This will give you output that looks like container --> host (which is reverse the other nomenclature of host:container

-p 8080:8080 this binds the container’s port to the host’s port 8080

-p 0.0.0.0:8080:8080/tcp same as above but specifies the interface and the tcp protocol.

Syntax is -p <host-interface>:<host-port>:<target-port>/<protocol>

Chapter 6 Isolation

Limit resources: Memory, CPU,

  • -m or --memory
    • number, where unit = b, k, m or g
    • memory limits are not reservations, just caps
  • --cpu-shares
    • is a weight you set that is used to calculate % of CPU usage allowed
    • % is calculated as weight / (sum of all weights)
    • only enforced when there is contention for a CPU
  • --cpuset-cpus : limits process to a specific CPU
    • docker run -d --cpuset-cpus 0 Restricts to CPU number 0
    • Can specify a list or 0,1,2 or a range 0-2
  • --device
    • mount your webcam: docker run --device /dev/video0:/dev/video0
  • Shared memory : Hamel this was too advanced for me

Running as a user

  • You can only inspect the default run-as User by creating or pulling the image
    • see p. 113
  • Change run-as user
    • docker run --user nobody
    • The user has to exist in the image when doing this or you will get an error. The user will not be created automatically for you.
    • See available users:
      • docker run --rm busybox:latest awk -F: '$0=$1' /etc/passwd

Privileged Containers: TRY NOT TO DO THIS

  • This is how you run Docker-in-Docker
  • Priviliged containers have root privileges on the host.
  • --privilged on docker create or docker run

Chapter 7 packaging software

Aside: cleaning up your docker environment

docker image prune -a and docker container prune

Recovering changes to a stopped container

I always thought you have to commit changes in order to preserve changes to an image you made in a container. This is not true (although committing changes is a good idea).

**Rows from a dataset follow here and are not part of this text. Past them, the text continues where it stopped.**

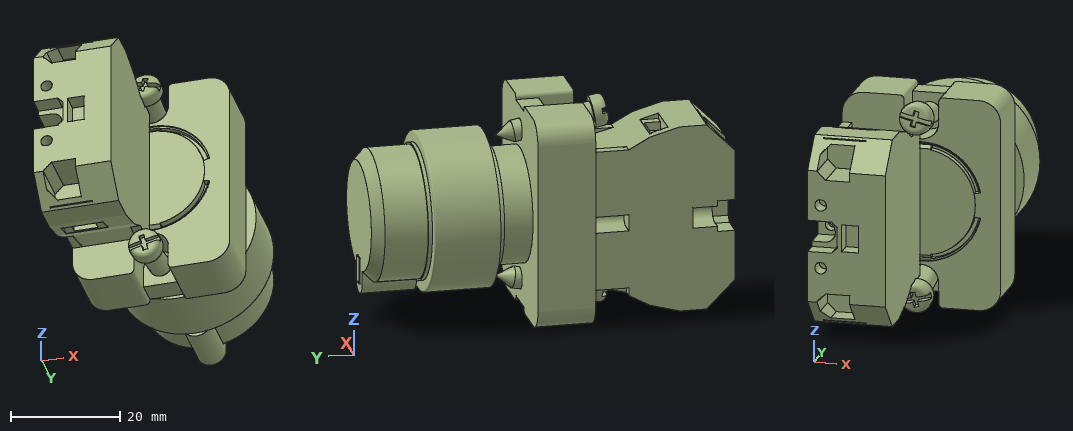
import cadquery as cq
import math


overall_length = 67.35

collar_width = 29.9
collar_height = 40.15
collar_rear = 26.1
collar_front = 37.0
collar_corner = 4.1
notch_width = 6.5
notch_bottom = 12.0
notch_edge_radius = 0.8
web_height = 19.0
web_rear = 32.65
bore_radius = 10.2
groove_radius = 11.05
groove_rim_radius = 11.4
groove_depth = 1.35
rim_depth = 0.35
bridge_half_angle = 12.5

neck_radius = 10.9
shoulder_rear = 42.55
shoulder_radius = 12.05
bezel_rear = 43.9
bezel_front = 56.2
bezel_radius = collar_width / 2
bezel_round = 0.35
seat_radius = 12.7
key_half_width = 1.75
key_height = 0.6

knob_rear = 57.0
marker_proud = 0.2
knob_front = overall_length - marker_proud
knob_radius = 12.4
knob_chamfer = 2.1
pointer_width = 5.5
marker_width = 2.1
marker_inner = 7.95
marker_outer = 12.9
marker_thickness = 0.7

screw_tilt = 10.1
screw_tip_y = 41.7
screw_tip_z = 13.55
shank_radius = 2.0
point_length = 3.4
shank_end = 18.4
head_radius = 3.0
head_height = 2.7
head_round = 1.0
drive_width = 0.95
drive_length = 2.95
drive_depth = 1.1
drive_turn = -13.0

block_left = -collar_width / 2
block_width = 14.7
block_right = block_left + block_width
waist_half = 14.15
waist_end = 19.9
flank_half = 16.3
flank_y = 15.95
belly_half = 17.85
belly_start = 10.4
belly_end = 5.3
face_half = 12.5
lip_width = 1.9
ramp_half = 12.6
hole_x = -12.45
hole_radius = 1.1
hole_spacing = 6.0
hole_depth = 3.4

terminal_left = -13.1
terminal_right = -7.0
terminal_low = 10.85
terminal_high = 16.55
terminal_corner = 1.6
terminal_depth = 8.1

window_left = -13.1
window_right = -5.2
window_front = 15.6
window_rear = 12.2
window_floor = 16.3
window_hole_left = -11.5
window_hole_right = -7.0
window_hole_front = 15.2
window_hole_depth = 2.7

channel_half = 1.95
channel_depth = 7.95
channel_hole_depth = 2.0
pocket_half = 2.95
pocket_right = -9.35
pocket_corner = 1.0
pocket_depth = 3.3
latch_half = 1.55
socket_left = -8.5
socket_right = -5.3
socket_half = 2.55
socket_depth = 3.4
slit_low = 17.3
slit_high = 17.45
slit_depth = 5.4


def box(x_range, y_range, z_range):
    """Axis-aligned block between pairs of limits."""
    low, high = zip(x_range, y_range, z_range)
    size = [b - a for a, b in zip(low, high)]
    return cq.Workplane("XY").box(*size, centered=False).translate(low)


def cylinder_y(radius, start, end, x=0, z=0):
    """Cylinder along Y from start to end."""
    return cq.Workplane("XZ", origin=(x, start, z)).circle(radius).extrude(start - end)


def prism_y(points, start, end):
    """Outline of (x, z) points carried along Y from start to end."""
    return cq.Workplane("XZ", origin=(0, start, 0)).polyline(points).close().extrude(start - end)


def prism_x(points, start, end):
    """Outline of (y, z) points carried along X from start to end."""
    return cq.Workplane("YZ", origin=(start, 0, 0)).polyline(points).close().extrude(end - start)


def mirrored_pair(shape):
    """The shape together with its reflection in the horizontal plane."""
    return shape.union(shape.mirror("XY"))


def screw_blank():
    """Pointed screw without its drive slots, tip at the origin, running along +Z."""
    shank = (
        cq.Workplane("XZ")
        .polyline([(0, 0), (shank_radius, point_length), (shank_radius, shank_end), (0, shank_end)])
        .close()
        .revolve(360, (0, 0, 0), (0, 1, 0))
    )
    head = cq.Workplane("XY", origin=(0, 0, shank_end)).circle(head_radius).extrude(head_height)
    return shank.union(head.faces(">Z").edges().fillet(head_round))


def place_screw(shape, side):
    """Lean a screw outwards and put its tip beside the neck; side is +1 above, -1 below."""
    placed = shape.rotate((0, 0, 0), (1, 0, 0), 90 - screw_tilt).translate((0, screw_tip_y, screw_tip_z))
    return placed if side > 0 else placed.mirror("XY")


def make_screw(side):
    """Clamp screw with a straight slot across its head and a short cross slot."""
    top = shank_end + head_height
    floor = cq.Workplane("XY", origin=(0, 0, top - drive_depth))
    slot = floor.rect(2 * head_radius, drive_width).extrude(head_height)
    cross = floor.rect(drive_width, drive_length).extrude(head_height)
    drive = slot.union(cross).rotate((0, 0, 0), (0, 0, 1), drive_turn)
    return place_screw(screw_blank().cut(drive), side)


def collar_notch():
    """Round-bottomed notch for the upper screw, open at the top edge."""
    half = notch_width / 2
    center_z = notch_bottom + half
    top = collar_height / 2
    round_bottom = cylinder_y(half, collar_rear, web_rear, z=center_z)
    rear = box((-half, half), (collar_rear, web_rear), (center_z, top)).union(round_bottom)
    return rear.union(box((-half, half), (web_rear, collar_front), (web_height, top)))


def bayonet_groove():
    """Two arc grooves round the bore, parted by a bridge on each side."""
    deep = cylinder_y(groove_radius, collar_rear, collar_rear + groove_depth)
    rim = cylinder_y(groove_rim_radius, collar_rear, collar_rear + rim_depth)
    reach = collar_width / 2
    rise = reach * math.tan(math.radians(bridge_half_angle))
    bridge = prism_y(
        [(0, 0), (reach, rise), (reach, -rise)],
        collar_rear,
        collar_rear + groove_depth,
    )
    return deep.union(rim).cut(bridge).cut(bridge.mirror("YZ"))


def make_collar():
    """Rounded plate with screw notches, a bore for the stem and the bayonet grooves."""
    body = box(
        (-collar_width / 2, collar_width / 2),
        (collar_rear, collar_front),
        (-collar_height / 2, collar_height / 2),
    )
    body = body.edges("|Y").fillet(collar_corner)
    body = body.cut(mirrored_pair(collar_notch()))
    margin = 0.1
    mouth = notch_width / 2 + margin
    for z in (collar_height / 2, -collar_height / 2):
        corners = cq.selectors.BoxSelector(
            (-mouth, collar_rear, z - margin), (mouth, collar_front, z + margin)
        )
        body = body.edges("|Y").edges(corners).fillet(notch_edge_radius)
    body = body.cut(cylinder_y(bore_radius, collar_rear, collar_front))
    body = body.cut(bayonet_groove())
    for side in (1, -1):
        body = body.cut(place_screw(screw_blank(), side))
    return body


def make_head():
    """Stem, neck, shoulder, bezel and knob seat, with two sloped keys on the stem end."""
    head = cylinder_y(bore_radius, collar_rear, collar_front)
    head = head.union(cylinder_y(neck_radius, collar_front, shoulder_rear))
    head = head.union(cylinder_y(shoulder_radius, shoulder_rear, bezel_rear))
    bezel = cylinder_y(bezel_radius, bezel_rear, bezel_front).faces(">Y").edges().fillet(bezel_round)
    head = head.union(bezel).union(cylinder_y(seat_radius, bezel_front, knob_rear))
    key = prism_x(
        [
            (collar_rear, 0),
            (collar_rear, bore_radius),
            (collar_rear + key_height, bore_radius + key_height),
            (collar_rear + groove_depth, bore_radius + key_height),
            (collar_rear + groove_depth, 0),
        ],
        -key_half_width,
        key_half_width,
    )
    return head.union(mirrored_pair(key))


def make_marker():
    """Flat strip set into the pointer, slightly proud of it."""
    return box(
        (-marker_width / 2, marker_width / 2),
        (overall_length - marker_thickness, overall_length),
        (-marker_outer, -marker_inner),
    )


def make_knob():
    """Round knob with a round-ended pointer reaching down to the bezel radius."""
    knob = cylinder_y(knob_radius, knob_rear, knob_front).faces(">Y").chamfer(knob_chamfer)
    half = pointer_width / 2
    tip_z = -(bezel_radius - half)
    pointer = box((-half, half), (knob_rear, knob_front), (tip_z, 0))
    pointer = pointer.union(cylinder_y(half, knob_rear, knob_front, z=tip_z))
    return knob.union(pointer).cut(make_marker())


def block_body():
    """Solid block: narrow waist at the collar, wide belly, bevelled terminal face."""
    upper = [
        (collar_rear, waist_half),
        (waist_end, waist_half),
        (flank_y, flank_half),
        (belly_start, belly_half),
        (belly_end, belly_half),
        (0, face_half),
    ]
    lower = [(y, -z) for y, z in reversed(upper)]
    return prism_x(upper + lower, block_left, block_right)


def waist_ramp():
    """Ramp between the side lips, falling towards the collar."""
    outline = [(collar_rear, ramp_half), (collar_rear, waist_half), (waist_end, waist_half)]
    return prism_x(outline, block_left + lip_width, block_right - lip_width)


def terminal_opening():
    """Cable entry with two cut corners on the outer side."""
    inner_x = terminal_left + terminal_corner
    outline = [
        (inner_x, terminal_low),
        (terminal_right, terminal_low),
        (terminal_right, terminal_high),
        (inner_x, terminal_high),
        (terminal_left, terminal_high - terminal_corner),
        (terminal_left, terminal_low + terminal_corner),
    ]
    return prism_y(outline, 0, terminal_depth)


def window():
    """Shallow recess in the sloped shoulder with a deeper hole in its floor."""
    recess = box((window_left, window_right), (window_rear, window_front), (window_floor, belly_half))
    hole = box(
        (window_hole_left, window_hole_right),
        (window_rear, window_hole_front),
        (window_floor - window_hole_depth, belly_half),
    )
    return recess.union(hole)


def slope_slit():
    """Fine slit along X in the sloped end face, as long as the window."""
    return box((window_left, window_right), (0, slit_depth), (slit_low, slit_high))


def side_channel(half, start, end):
    """Slot along Y, open at the left side, with a round inner wall round the hole axis."""
    flat = box((block_left, hole_x), (start, end), (-half, half))
    return flat.union(cylinder_y(half, start, end, x=hole_x))


def face_pocket():
    """Pocket in the terminal face, open at the left side, with two cut corners."""
    outline = [
        (block_left, pocket_half),
        (pocket_right - pocket_corner, pocket_half),
        (pocket_right, pocket_half - pocket_corner),
        (pocket_right, pocket_corner - pocket_half),
        (pocket_right - pocket_corner, -pocket_half),
        (block_left, -pocket_half),
    ]
    return prism_y(outline, 0, pocket_depth)


def make_block():
    """Contact block with its openings and clearance for the screw heads in the waist lips."""
    body = block_body()
    for feature in (waist_ramp(), terminal_opening(), window(), slope_slit()):
        body = body.cut(mirrored_pair(feature))
    lower_lip = box(
        (block_left, block_left + lip_width), (waist_end, collar_rear), (-waist_half, -ramp_half)
    )
    body = body.cut(lower_lip)
    body = body.cut(side_channel(latch_half, waist_end, collar_rear))
    body = body.cut(face_pocket())
    body = body.cut(side_channel(channel_half, 0, channel_depth))
    body = body.cut(cylinder_y(hole_radius, channel_depth, channel_depth + channel_hole_depth, x=hole_x))
    for z in (hole_spacing, -hole_spacing):
        body = body.cut(cylinder_y(hole_radius, 0, hole_depth, x=hole_x, z=z))
    socket = box((socket_left, socket_right), (0, socket_depth), (-socket_half, socket_half))
    body = body.cut(socket)
    for side in (1, -1):
        body = body.cut(place_screw(screw_blank(), side))
    return body


collar = make_collar()
head = make_head()
knob = make_knob()
marker = make_marker()
block = make_block()
screws = [make_screw(side) for side in (1, -1)]

result = cq.Compound.makeCompound(
    [collar.val(), head.val(), knob.val(), marker.val(), block.val(), *[screw.val() for screw in screws]]
)

Any changes you make to a container is saved even if the container is exited

To recover changes to a container

  1. Find the container (if you didn’t name it with docker run --name it will be named for you), using docker ps -a
  2. Start the container using docker start -ai <container_name> the -ai flags mean to attach and run interactively
  3. Now you are in the container you can verify that everything you installed is still there!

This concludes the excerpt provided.